Dr. Ray PritchardDr. Ray Pritchard's Weblog
- 2007 Apr 28
I am writing this note from the Lehman Strauss cabin perched high on a hillside on the campus of New Brunswick Bible Institute, affectionately called NBBI by students and faculty. Marlene and I arrived here late Wednesday night after a day-long trip that started in Tupelo and passed through Atlanta and Boston on our way to Bangor, Maine, where we were met by Barry Beebe, the president of the school. During our two-hour drive to the Canadian border, we passed through some of the most beautiful forests in America. Once you leave Bangor, you quickly enter a region with few exits, no billboards, very few towns, and none of the usual signs of civilization. As you venture farther north, traffic eventually disappears. I know this for a fact because when we were about ten miles from the border, Mr. Beebe suddenly stopped the car on the interstate highway and said, “There’s a moose.” I looked to the left and saw a young moose that Mr. Beebe identified as a yearling. We drove another hundred yards and saw a much larger moose standing in the grass on the right side of the highway. ”That’s the mother,” he explained. Somehow the yearling had gotten separated from his mother and would be in danger of being hit by a car when he crossed the road. So Mr. Beebe backed up his car along the interstate and started honking his horn. I should add that we were so far north that there were no cars in sight coming or going. When a truck finally passed us, the driver saw the moose on the left and stopped. People in this part of the world get used stopping for moose on the highway. It’s partly conservation and partly self-preservation. Hitting a full-grown moose would do serious damage to a car or truck. Eventually the yearling crossed the road and was reunited with his mother. Mr. Beebe then got out of the car. I thought he was going to shoo the moose away, but instead he put his hands to his mouth and made a moose call. It must have worked because the two moose trotted into the forest. When I told the students about this encounter, they roared with laughter.

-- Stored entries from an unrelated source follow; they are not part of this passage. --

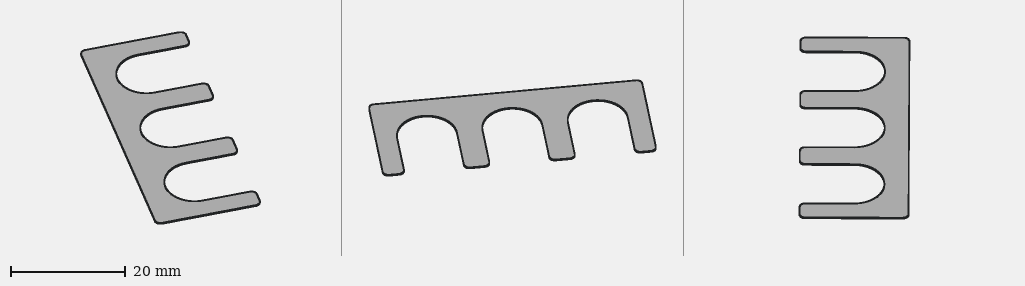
import cadquery as cq

length = 48.0
width = 19.0
thickness = 0.25
corner_radius = 1.0

slot_count = 3
slot_pitch = 15.0
slot_width = 10.5
slot_radius = slot_width / 2
slot_centre_y = 0.0
open_edge_y = width / 2


def make_plate():
    """Flat rectangular plate centred on the origin."""
    return cq.Workplane("XY").box(length, width, thickness)


def make_slot(centre_x):
    """Cutter for one slot: straight sides and a half-round closed end."""
    left_x = centre_x - slot_radius
    right_x = centre_x + slot_radius
    return (
        cq.Workplane("XY")
        .workplane(offset=-thickness / 2)
        .moveTo(left_x, open_edge_y)
        .lineTo(left_x, slot_centre_y)
        .threePointArc((centre_x, slot_centre_y - slot_radius), (right_x, slot_centre_y))
        .lineTo(right_x, open_edge_y)
        .close()
        .extrude(thickness)
    )


def round_corners(plate):
    """Round the plate corners and the tips of the fingers."""
    front_corners = cq.selectors.BoxSelector(
        (-length, -width, -thickness), (length, slot_centre_y - slot_radius, thickness)
    )
    finger_tips = cq.selectors.BoxSelector(
        (-length, open_edge_y - corner_radius, -thickness),
        (length, open_edge_y + corner_radius, thickness),
    )
    return plate.edges("|Z").edges(front_corners + finger_tips).fillet(corner_radius)


plate = make_plate()
for index in range(slot_count):
    slot_x = (index - (slot_count - 1) / 2) * slot_pitch
    plate = plate.cut(make_slot(slot_x))

result = round_corners(plate)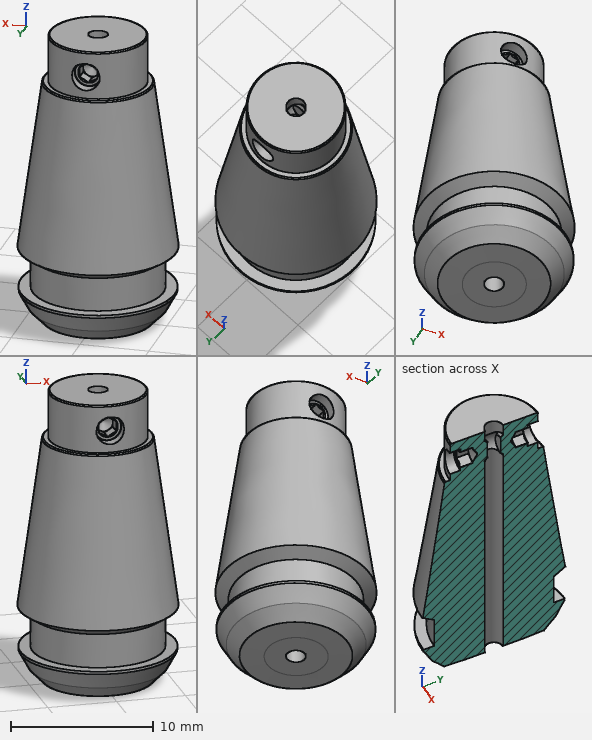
import cadquery as cq
import math

total_height = 21.5
neck_diameter = 7.0
neck_height = 3.5
neck_chamfer = 0.1

body_top_diameter = 7.9
body_max_diameter = 11.35
body_top_chamfer = 0.1

groove_diameter = 9.5
groove_top = 4.95
groove_bottom = 2.47
undercut_height = 0.58

rim_diameter = 11.2
rim_height = 0.2
foot_middle_diameter = 9.83
foot_middle_height = 1.04
foot_end_diameter = 7.94
foot_end_height = 0.07
foot_flat_diameter = 4.5

bore_diameter = 1.4

screw_axis_height = 19.6
screw_hole_diameter = 2.01
screw_tip_offset = 0.5
screw_tip_diameter = 1.5
screw_tip_bevel = (screw_hole_diameter - screw_tip_diameter) / 2
screw_length = 2.2
screw_head_chamfer = 0.05
socket_across_flats = 1.27
socket_depth = 1.0
socket_lead_in = 0.12
drill_point_angle = 120.0


def make_body():
    """Solid of revolution about Z, from the slightly coned underside up to the neck."""
    neck_radius = neck_diameter / 2
    body_top_radius = body_top_diameter / 2
    body_max_radius = body_max_diameter / 2
    groove_radius = groove_diameter / 2
    rim_radius = rim_diameter / 2

    shoulder = total_height - neck_height

    outline = [
        (0, 0),
        (foot_flat_diameter / 2, 0),
        (foot_end_diameter / 2, foot_end_height),
        (foot_middle_diameter / 2, foot_middle_height),
        (rim_radius, groove_bottom - rim_height),
        (rim_radius, groove_bottom),
        (groove_radius, groove_bottom),
        (groove_radius, groove_top),
        (body_max_radius, groove_top + undercut_height),
        (body_top_radius, shoulder - body_top_chamfer),
        (body_top_radius - body_top_chamfer, shoulder),
        (neck_radius, shoulder),
        (neck_radius, total_height - neck_chamfer),
        (neck_radius - neck_chamfer, total_height),
        (0, total_height),
    ]
    return cq.Workplane("XZ").polyline(outline).close().revolve(360, (0, 0), (0, 1))


def make_bore():
    """Through bore along Z."""
    return cq.Workplane("XY").circle(bore_diameter / 2).extrude(total_height)


def revolve_about_screw_axis(outline):
    """Revolve an outline of (radius, distance along -Y) points about the screw axis."""
    points = [(radius, -distance) for radius, distance in outline]
    return (
        cq.Workplane("XY")
        .polyline(points)
        .close()
        .revolve(360, (0, 0), (0, 1))
        .translate((0, 0, screw_axis_height))
    )


def make_set_screw():
    """Set screw on the -Y side: bevelled flat tip, hexagon socket with a drilled end."""
    hole_radius = screw_hole_diameter / 2
    head = screw_tip_offset + screw_length
    shank = revolve_about_screw_axis([
        (0, screw_tip_offset),
        (screw_tip_diameter / 2, screw_tip_offset),
        (hole_radius, screw_tip_offset + screw_tip_bevel),
        (hole_radius, head - screw_head_chamfer),
        (hole_radius - screw_head_chamfer, head),
        (0, head),
    ])

    across_corners = socket_across_flats / math.cos(math.pi / 6)
    socket_floor = head - socket_depth
    socket = (
        cq.Workplane("XZ", origin=(0, -socket_floor, screw_axis_height))
        .transformed(rotate=(0, 0, 30))
        .polygon(6, across_corners)
        .extrude(socket_depth)
    )

    point_radius = socket_across_flats / 2
    point_length = point_radius / math.tan(math.radians(drill_point_angle / 2))
    drill_point = revolve_about_screw_axis([
        (0, socket_floor - point_length),
        (point_radius, socket_floor),
        (0, socket_floor),
    ])

    corner_radius = across_corners / 2
    lead_in = revolve_about_screw_axis([
        (0, head - socket_lead_in),
        (corner_radius - socket_lead_in, head - socket_lead_in),
        (corner_radius, head),
        (0, head),
    ])
    return shank.cut(socket).cut(drill_point).cut(lead_in)


def make_screw_hole():
    """Cross hole along Y, right through the neck."""
    return (
        cq.Workplane("XZ", origin=(0, 0, screw_axis_height))
        .circle(screw_hole_diameter / 2)
        .extrude(neck_diameter / 2, both=True)
    )


set_screw = make_set_screw()
opposite_screw = set_screw.rotate((0, 0, 0), (0, 0, 1), 180)

result = make_body().cut(make_bore()).cut(make_screw_hole()).union(set_screw).union(opposite_screw)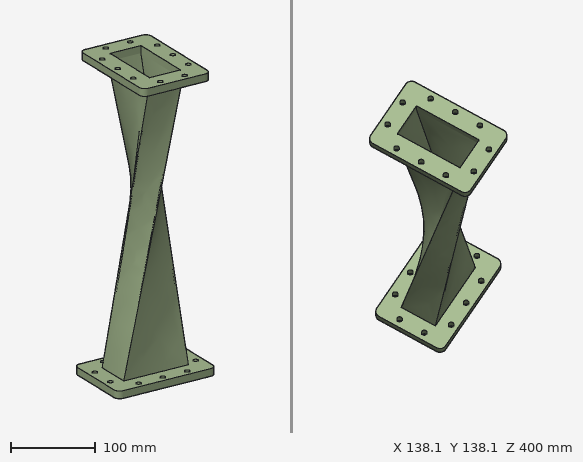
import cadquery as cq


total_length = 400.0

passage_long = 86.36
passage_short = 43.18
wall = 2.0

flange_long = 138.1
flange_short = 95.2
flange_thickness = 10.0
flange_corner_radius = 8.0

bolt_diameter = 6.5
bolt_pitch = 34.0
long_side_bolt_offset = 38.5
short_side_bolt_offset = 59.5

tube_length = total_length - 2 * flange_thickness


def bolt_centres():
    """Hole centres for a flange whose long side lies along X."""
    centres = []
    for side in (-1, 1):
        for step in (-1, 0, 1):
            centres.append((step * bolt_pitch, side * long_side_bolt_offset))
        for half_step in (-0.5, 0.5):
            centres.append((side * short_side_bolt_offset, half_step * bolt_pitch))
    return centres


def flange():
    """Flange with its long side along X, standing on the plane Z = 0."""
    plate = cq.Workplane("XY").rect(flange_long, flange_short).extrude(flange_thickness)
    plate = plate.edges("|Z").fillet(flange_corner_radius)
    window = cq.Workplane("XY").rect(passage_long, passage_short).extrude(flange_thickness)
    bolts = (
        cq.Workplane("XY")
        .pushPoints(bolt_centres())
        .circle(bolt_diameter / 2)
        .extrude(flange_thickness)
    )
    return plate.cut(window).cut(bolts)


def rectangle_corners(long_side, short_side):
    """Corners of a centred rectangle with its long side along X, counter-clockwise."""
    x = long_side / 2
    y = short_side / 2
    return [(-x, -y), (x, -y), (x, y), (-x, y)]


def closed_edges(corners, z):
    """Straight edges joining the corners in order, back to the first one, at height z."""
    points = [cq.Vector(x, y, z) for x, y in corners]
    return [cq.Edge.makeLine(start, end) for start, end in zip(points, points[1:] + points[:1])]


def twisted_bar(long_side, short_side):
    """Solid between the flanges; every corner turns clockwise by 90 degrees on the way down.

    Each side is a ruled surface, so the four corner edges are straight lines.
    """
    upper_corners = rectangle_corners(long_side, short_side)
    lower_corners = [(y, -x) for x, y in upper_corners]
    lower_edges = closed_edges(lower_corners, flange_thickness)
    upper_edges = closed_edges(upper_corners, flange_thickness + tube_length)
    ends = [cq.Face.makeFromWires(cq.Wire.assembleEdges(edges)) for edges in (lower_edges, upper_edges)]
    sides = [cq.Face.makeRuledSurface(low, high) for low, high in zip(lower_edges, upper_edges)]
    return cq.Workplane(cq.Solid.makeSolid(cq.Shell.makeShell(ends + sides)))


def twisted_tube():
    outside = twisted_bar(passage_long + 2 * wall, passage_short + 2 * wall)
    return outside.cut(twisted_bar(passage_long, passage_short))


bottom_flange = flange().rotate((0, 0, 0), (0, 0, 1), 90)
top_flange = flange().translate((0, 0, total_length - flange_thickness))

result = twisted_tube().union(bottom_flange).union(top_flange)

We are here for the Spring Bible Conference that wraps up the school year. I am speaking seven times on the parables of Jesus. Marlene is speaking to the women four times on Designed by God: The Shaping of a Woman’s Heart. We are joined by the Hyssongs, a very talented Southern gospel trio based in Maine. We’ve enjoyed getting to know them this week.
NBBI started over sixty years ago to provide Bible training for young people in eastern Canada and New England. The school is located in a rather unlikely place. You drive down a country road that follows a winding river, and then you turn a corner and there it is, built on a hillside. This is a truly rural setting. Many of the greatest Bible teachers have visited the school over the years. Mr. Beebe showed me a Quonset hut built in 1950 when Harry Ironside came to NBBI for a series of meetings. I mentioned that we are staying in the Lehman Strauss cabin. A frequent visiting Bible teacher, he provided money for a cabin set aside for speakers and visiting missionaries.
We have been very impressed by the spirit we sense. NBBI is unpretentious in the good sense of the word. As one of their leaders told me, “What you see is what you get.” I noticed immediately that the people listen intently as I am preaching. And they love to sing. It’s very clear that the students and the faculty have a close relationship. The school isn’t large–only 130 students this year–and that allows for a lot of personal interaction and mentoring from the faculty. Each service has been building during the weekend. I know we throw about the term “family spirit” a lot, but at NBBI, they really are a family. We’ve had graduates from thirty and forty and fifty years ago with us this weekend. Last night Mr. Beebe asked where the alumni came from. The largest group came from New Brunswick, then Maine, but there were folks from Prince Edward Island, Nova Scotia, Quebec, Ontario, New Hampshire, Vermont, Massachusetts, and even someone from Cape Breton Island. Exactly where that is, I couldn’t say. And someone came all the way from the Northwest Territories. When I asked Mr. Beebe later why he didn’t ask if anyone had come from Mississippi, he said it was just an oversight. He volunteered to name us honorary alumni, which would make us, I suppose, the only folks from Mississippi ever to come to NBBI.
Good things are happening here. Tomorrow I will speak during the afternoon graduation ceremonies. Nearly all of the graduates go into Christian service, many of them serving churches in the Maritime provinces, in New England, and some in Quebec and Ontario. Others serve as missionaries around the world.
After the service last night, we had banana splits in the dining hall as part of a fundraising event sponsored by the Student Council. At our table I met a young NBBI grad who pastors a church somewhere in Maine who came back for the weekend. On every hand you meet generations of former students who love this school, including some who were here sixty years ago.
NBBI is an amazing place, an undiscovered jewel among the Bible institutes in North America. From this rural hillside in New Brunswick, they are training the next generation of Christian leaders.